History is littered with tech giants who thought they could disrupt the mobile market only to get crushed by the sheer scale of existing ecosystems. It’s hard not to see this as just another Hail Mary idea to justify their valuation to VCs. OpenAI hasn’t yet found a sustainable business model and chasing a hardware dream will likely bleed them dry before they ever reach mass production.
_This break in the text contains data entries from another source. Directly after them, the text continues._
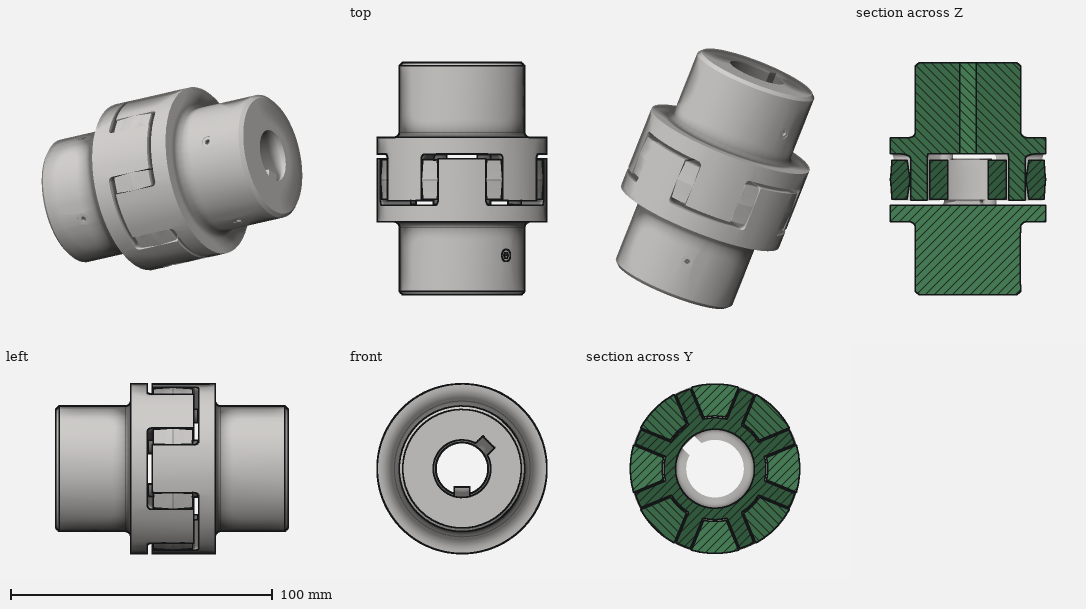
import cadquery as cq
import math


overall_length = 88.9
outer_diameter = 65.0
outer_radius = outer_diameter / 2
sleeve_radius = 24.0
collar_fillet = 2.0
end_chamfer = 1.3
flange_inner = 9.8
flange_outer = 16.2
jaw_tip_gap = 1.8
jaw_tip = jaw_tip_gap - flange_inner
jaw_inner_radius = 20.1
jaw_root_fillet = 1.7

jaws_per_hub = 4
jaw_pitch = 360 / jaws_per_hub
leg_count = 2 * jaws_per_hub
leg_pitch = 360 / leg_count
first_leg_angle = leg_pitch / 2

leg_width = 6.9
leg_crown = 0.45
spider_thickness = 15.0
spider_radius = 32.45
spider_ring_radius = 19.6
spider_hole_radius = 15.0
pip_radius = 2.6
pip_circle_radius = 21.8
pip_clearance = 0.3

front_length = 44.1
rear_length = overall_length - front_length
front_bore_radius = 11.0
rear_bore_radius = 10.0
front_key_angle = 45
rear_key_angle = -90
front_keyway_width = 6.4
front_keyway_reach = 14.4

key_width = 6.05
key_height = 6.05
key_inner_reach = 6.9
key_outer_reach = key_inner_reach + key_height

screw_end_distance = 15.1
screw_radius = 2.3
screw_recess_depth = 0.2
socket_width = 2.0
socket_depth = 1.8
screw_angle_step = -90


def turned(body, angle):
    """Turn a body about the local Z axis."""
    return body.rotate((0, 0, 0), (0, 0, 1), angle)


def hub_blank(length):
    """Jaw band, flange and sleeve turned from one half profile with a collar fillet and an end chamfer."""
    profile = (
        cq.Workplane("XZ")
        .moveTo(0, jaw_tip)
        .lineTo(outer_radius, jaw_tip)
        .lineTo(outer_radius, flange_outer)
        .lineTo(sleeve_radius + collar_fillet, flange_outer)
        .radiusArc((sleeve_radius, flange_outer + collar_fillet), collar_fillet)
        .lineTo(sleeve_radius, length - end_chamfer)
        .lineTo(sleeve_radius - end_chamfer, length)
        .lineTo(0, length)
        .close()
    )
    return profile.revolve(360, (0, 0, 0), (0, 1, 0))


def jaw_gap():
    """Cutter for the gap on +X between two jaws, with flat sides parallel to the spider legs.

    All edges of its floor are rounded; only the two side ones lie inside the hub and become root fillets.
    """
    side_angle = math.radians(leg_pitch / 2)
    jaw_apex = leg_width / 2 / math.sin(side_angle)
    near = jaw_apex * math.sin(math.radians(jaw_pitch / 2))
    far = outer_radius + 2 * jaw_root_fillet
    far_half_width = near + (far - near) * math.tan(side_angle)
    outline = [(near, -near), (far, -far_half_width), (far, far_half_width), (near, near)]
    gap = cq.Workplane("XY").workplane(offset=jaw_tip).polyline(outline).close()
    gap = gap.extrude(flange_inner - jaw_tip)
    return gap.faces(">Z").edges().fillet(jaw_root_fillet)


def with_jaws(blank, first_gap_angle):
    """Hollow the solid band in front of the flange and divide it into jaws."""
    core = cq.Workplane("XY").workplane(offset=jaw_tip).circle(jaw_inner_radius)
    body = blank.cut(core.extrude(flange_inner - jaw_tip))
    for index in range(jaws_per_hub):
        body = body.cut(turned(jaw_gap(), first_gap_angle + index * jaw_pitch))
    return body


def keyway(width, reach, length, angle):
    """Slot cutter from the axis out to the keyway floor, open at both hub ends."""
    slot = cq.Workplane("XY").box(reach, width, length, centered=(False, True, False))
    return turned(slot, angle)


def screw_recess(length, angle):
    """Cutter for a shallow round recess with a hexagon socket in its floor."""
    floor = sleeve_radius - screw_recess_depth
    height = length - screw_end_distance
    plane = cq.Workplane("YZ").workplane(offset=floor).center(0, height)
    recess = plane.circle(screw_radius).extrude(2 * screw_recess_depth)
    corner_diameter = socket_width / math.cos(math.pi / 6)
    socket = plane.polygon(6, corner_diameter).extrude(-socket_depth)
    return turned(recess.union(socket), angle)


def hub(length, first_gap_angle, bore_radius, keyway_width, keyway_reach, key_angle):
    """One complete hub, with its sleeve toward +Z and its jaws toward -Z."""
    body = with_jaws(hub_blank(length), first_gap_angle)
    body = body.cut(cq.Workplane("XY").circle(bore_radius).extrude(length))
    body = body.cut(keyway(keyway_width, keyway_reach, length, key_angle))
    for angle in (key_angle, key_angle + screw_angle_step):
        body = body.cut(screw_recess(length, angle))
    return body


def spider_leg():
    """One leg along +X whose sides slope away from a crest at mid thickness."""
    half_thickness = spider_thickness / 2
    crest = leg_width / 2
    end = crest - leg_crown
    outline = [
        (-end, -half_thickness),
        (end, -half_thickness),
        (crest, 0),
        (end, half_thickness),
        (-end, half_thickness),
        (-crest, 0),
    ]
    return cq.Workplane("YZ").polyline(outline).close().extrude(outer_radius)


def spider():
    """Ring with crowned legs, and spacer pips on alternate legs toward alternate hubs."""
    half_thickness = spider_thickness / 2
    body = cq.Workplane("XY").circle(spider_ring_radius).extrude(half_thickness, both=True)
    for index in range(leg_count):
        body = body.union(turned(spider_leg(), first_leg_angle + index * leg_pitch))

    end_radius = spider_radius - leg_crown
    envelope_points = [
        (0, -half_thickness),
        (end_radius, -half_thickness),
        (spider_radius, 0),
        (end_radius, half_thickness),
        (0, half_thickness),
    ]
    envelope = cq.Workplane("XZ").polyline(envelope_points).close()
    body = body.intersect(envelope.revolve(360, (0, 0, 0), (0, 1, 0)))
    body = body.cut(cq.Workplane("XY").circle(spider_hole_radius).extrude(half_thickness, both=True))

    pip_end = flange_inner - pip_clearance
    for index in range(leg_count):
        reach = pip_end if index % 2 == 0 else -pip_end
        pip = cq.Workplane("XY").center(pip_circle_radius, 0).circle(pip_radius).extrude(reach)
        body = body.union(turned(pip, first_leg_angle + index * leg_pitch))
    return body


def shaft_key():
    """Square key as long as the rear hub bore."""
    bar = cq.Workplane("XY").workplane(offset=flange_inner).center(key_inner_reach, 0)
    bar = bar.rect(key_height, key_width, centered=(False, True)).extrude(rear_length - flange_inner)
    return turned(bar, rear_key_angle)


def facing_front(body):
    """Turn local +Z to -Y, with local Y up."""
    return body.rotate((0, 0, 0), (1, 0, 0), 90)


def facing_rear(body):
    """Turn local +Z to +Y, with local Y up."""
    return turned(facing_front(body), 180)


front_hub = facing_front(
    hub(
        length=front_length,
        first_gap_angle=jaw_pitch / 2,
        bore_radius=front_bore_radius,
        keyway_width=front_keyway_width,
        keyway_reach=front_keyway_reach,
        key_angle=front_key_angle,
    )
)
rear_hub = facing_rear(
    hub(
        length=rear_length,
        first_gap_angle=0,
        bore_radius=rear_bore_radius,
        keyway_width=key_width,
        keyway_reach=key_outer_reach,
        key_angle=rear_key_angle,
    )
)
elastic_spider = facing_front(spider())
key = facing_rear(shaft_key())

result = cq.Compound.makeCompound(
    [front_hub.val(), rear_hub.val(), elastic_spider.val(), key.val()]
)

IMHO, pushing out ideas like this just screams core-incapability rather than innovative-visionary.
 
Definitely what they should be focusing on and not the fact that their user metrics are down and their CFO is "unsure" if they can pay for future upcoming hardware orders with vendors alongside their deteriorating financial position..... /s

Apps are already annoying enough to use as a normal user, and I only use AI for banal tasks or questions of no major importance with the hallucination and the fact that no matter what, it is a text prediction machine, so for them to go "oh we want to remove the app as an intermediary and do everything for you, trust us" is a sure fire way to end up with situations like the flight you asked it to book to Rome in Italy for next week not being booked at all because no tickets were available, but it didn't tell you or hallucinated a ticket, or ending up heading to the complete wrong place, just completely laughable, and could only be designed by people sealed into these companies in Silicon valley, completely devoid from how normal people use their devices, interact with the internet and AI
 
Gotta reap data from illiterates somehow, don't want anyone to get left behind. Ideally one day in the future people will be unable to execute a basic bodily function without their phone providing monitored guidance.
 
Smokes and mirrors, to deflect from the fact that the AI bubble is popping. OpenAI has neither the time, nor the money, and not even the expertise to actually bring this to market.